We want the store to si_mountpt to become visible before the vnode is
unlocked.  Otherwise, a new mount can lock the vnode and fail with
EBUSY because it sees si_mountpt != NULL.  We have to know implementation
details of vrele() to know that this happens.

> I still want to keep devvp locked for long enough to cover the bufobj
> hacking, and I do not want to move bufobj.bo_ops change before
> g_vfs_open() succeed.

I didn't move it before g_vfs_open(), but before VOP_UNLOCK().  I think
v_bufobj is never cleared, but garbage in it is harmless except in the
multiple-mounts case which is now disallowed.

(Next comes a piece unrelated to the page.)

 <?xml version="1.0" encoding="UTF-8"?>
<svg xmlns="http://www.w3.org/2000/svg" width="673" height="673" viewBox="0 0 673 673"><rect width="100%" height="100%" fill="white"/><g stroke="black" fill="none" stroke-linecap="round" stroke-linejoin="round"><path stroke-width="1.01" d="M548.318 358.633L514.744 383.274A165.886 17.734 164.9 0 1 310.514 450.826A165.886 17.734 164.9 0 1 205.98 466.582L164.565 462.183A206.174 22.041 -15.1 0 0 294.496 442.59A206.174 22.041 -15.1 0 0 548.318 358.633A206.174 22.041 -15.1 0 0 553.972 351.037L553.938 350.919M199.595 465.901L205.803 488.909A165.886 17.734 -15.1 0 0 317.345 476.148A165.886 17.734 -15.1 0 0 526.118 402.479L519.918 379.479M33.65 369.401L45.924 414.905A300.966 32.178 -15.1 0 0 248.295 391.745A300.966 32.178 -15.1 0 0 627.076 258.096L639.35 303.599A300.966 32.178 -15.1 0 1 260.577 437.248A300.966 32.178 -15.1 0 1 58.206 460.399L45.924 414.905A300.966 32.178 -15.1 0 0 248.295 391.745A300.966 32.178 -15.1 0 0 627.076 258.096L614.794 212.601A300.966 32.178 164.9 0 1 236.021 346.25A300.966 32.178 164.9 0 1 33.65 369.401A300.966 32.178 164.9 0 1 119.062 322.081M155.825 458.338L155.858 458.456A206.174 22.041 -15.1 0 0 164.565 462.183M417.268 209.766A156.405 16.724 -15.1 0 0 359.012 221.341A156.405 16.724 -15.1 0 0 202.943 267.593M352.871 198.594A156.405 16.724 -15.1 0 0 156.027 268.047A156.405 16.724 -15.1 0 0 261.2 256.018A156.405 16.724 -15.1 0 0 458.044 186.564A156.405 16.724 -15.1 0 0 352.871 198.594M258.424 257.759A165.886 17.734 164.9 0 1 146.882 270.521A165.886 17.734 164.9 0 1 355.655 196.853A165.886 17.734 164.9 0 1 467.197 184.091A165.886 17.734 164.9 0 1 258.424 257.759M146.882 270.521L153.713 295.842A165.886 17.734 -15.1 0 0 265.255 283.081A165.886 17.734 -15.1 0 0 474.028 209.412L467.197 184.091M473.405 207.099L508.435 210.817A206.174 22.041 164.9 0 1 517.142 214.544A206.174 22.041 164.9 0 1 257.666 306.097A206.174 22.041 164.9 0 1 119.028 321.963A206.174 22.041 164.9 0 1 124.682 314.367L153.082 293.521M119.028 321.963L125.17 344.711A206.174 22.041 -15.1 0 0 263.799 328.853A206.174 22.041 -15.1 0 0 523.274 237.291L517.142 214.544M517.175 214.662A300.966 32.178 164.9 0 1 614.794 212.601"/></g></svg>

> I also wanted to remove GIANT dances, but this requires geom patch,
> which I will mail separately.

OK.  I saw the other mail.

> diff --git a/sys/ufs/ffs/ffs_vfsops.c b/sys/ufs/ffs/ffs_vfsops.c
> index 712fc21..21425f5 100644
> --- a/sys/ufs/ffs/ffs_vfsops.c
> +++ b/sys/ufs/ffs/ffs_vfsops.c
> @@ -764,24 +764,29 @@ ffs_mountfs(devvp, mp, td)
> 	cred = td ? td->td_ucred : NOCRED;
> 	ronly = (mp->mnt_flag & MNT_RDONLY) != 0;
>
> +	KASSERT(devvp->v_type == VCHR, ("reclaimed devvp"));
> 	dev = devvp->v_rdev;
> 	dev_ref(dev);
> +	if (!atomic_cmpset_ptr(&dev->si_mountpt, 0, mp)) {
> +		dev_rel(dev);
> +		VOP_UNLOCK(devvp, 0);
> +		return (EBUSY);
> +	}

This is cleaner and safer than my version.

> 	DROP_GIANT();
> 	g_topology_lock();
> 	error = g_vfs_open(devvp, &cp, "ffs", ronly ? 0 : 1);

g_vfs_open() already sets devvp->v_bufobj.bo_ops to g_vfs_bufops unless
it fails.  This clobbered our setting in the buggy multiple-mount case.
But with multiple mounts not allowed, this cleans up any garbage in
v_bufobj.

g_vfs_open() has 2 failures for non-exclusive access.  It starts by
checking v_bufobj.bo_private == devvp (this is after translating its
pointers to the ones passed here).  This is avg's fix for the multiple-
mounts problem (r206130).  It doesn't work in all cases.  I think this
is unecessary now.

Later, g_vfs_open() does a g_access() check for exclusive-enough access.
This is supposed to allow multiple mounts at least when all are ro.  I
thought that avg modified this, but he actually did something different.
I think this check only failed in buggy cases where multiple mounts were
allowed.  Our changes should make it never fail.  It still returns the
wrong errno (some general one return by g_access() instead of the one
documented for mount() --  this is EBUSY).

> 	g_topology_unlock();
> 	PICKUP_GIANT();
> -	VOP_UNLOCK(devvp, 0);

I don't like moving this below devvp accesses.  It locks devvp, not dev.

> -	if (error)
> +	if (error != 0) {
> +		VOP_UNLOCK(devvp, 0);
> 		goto out;
> -	if (devvp->v_rdev->si_iosize_max != 0)
> -		mp->mnt_iosize_max = devvp->v_rdev->si_iosize_max;
> +	}
> +	if (dev->si_iosize_max != 0)
> +		mp->mnt_iosize_max = dev->si_iosize_max;

dev->si_iosize_max is locked by its undocumented lifetime.  It is invariant
since some previous time.

> 	if (mp->mnt_iosize_max > MAXPHYS)
> 		mp->mnt_iosize_max = MAXPHYS;
> -
> 	devvp->v_bufobj.bo_ops = &ffs_ops;

This needs to be before the vnode unlock of course.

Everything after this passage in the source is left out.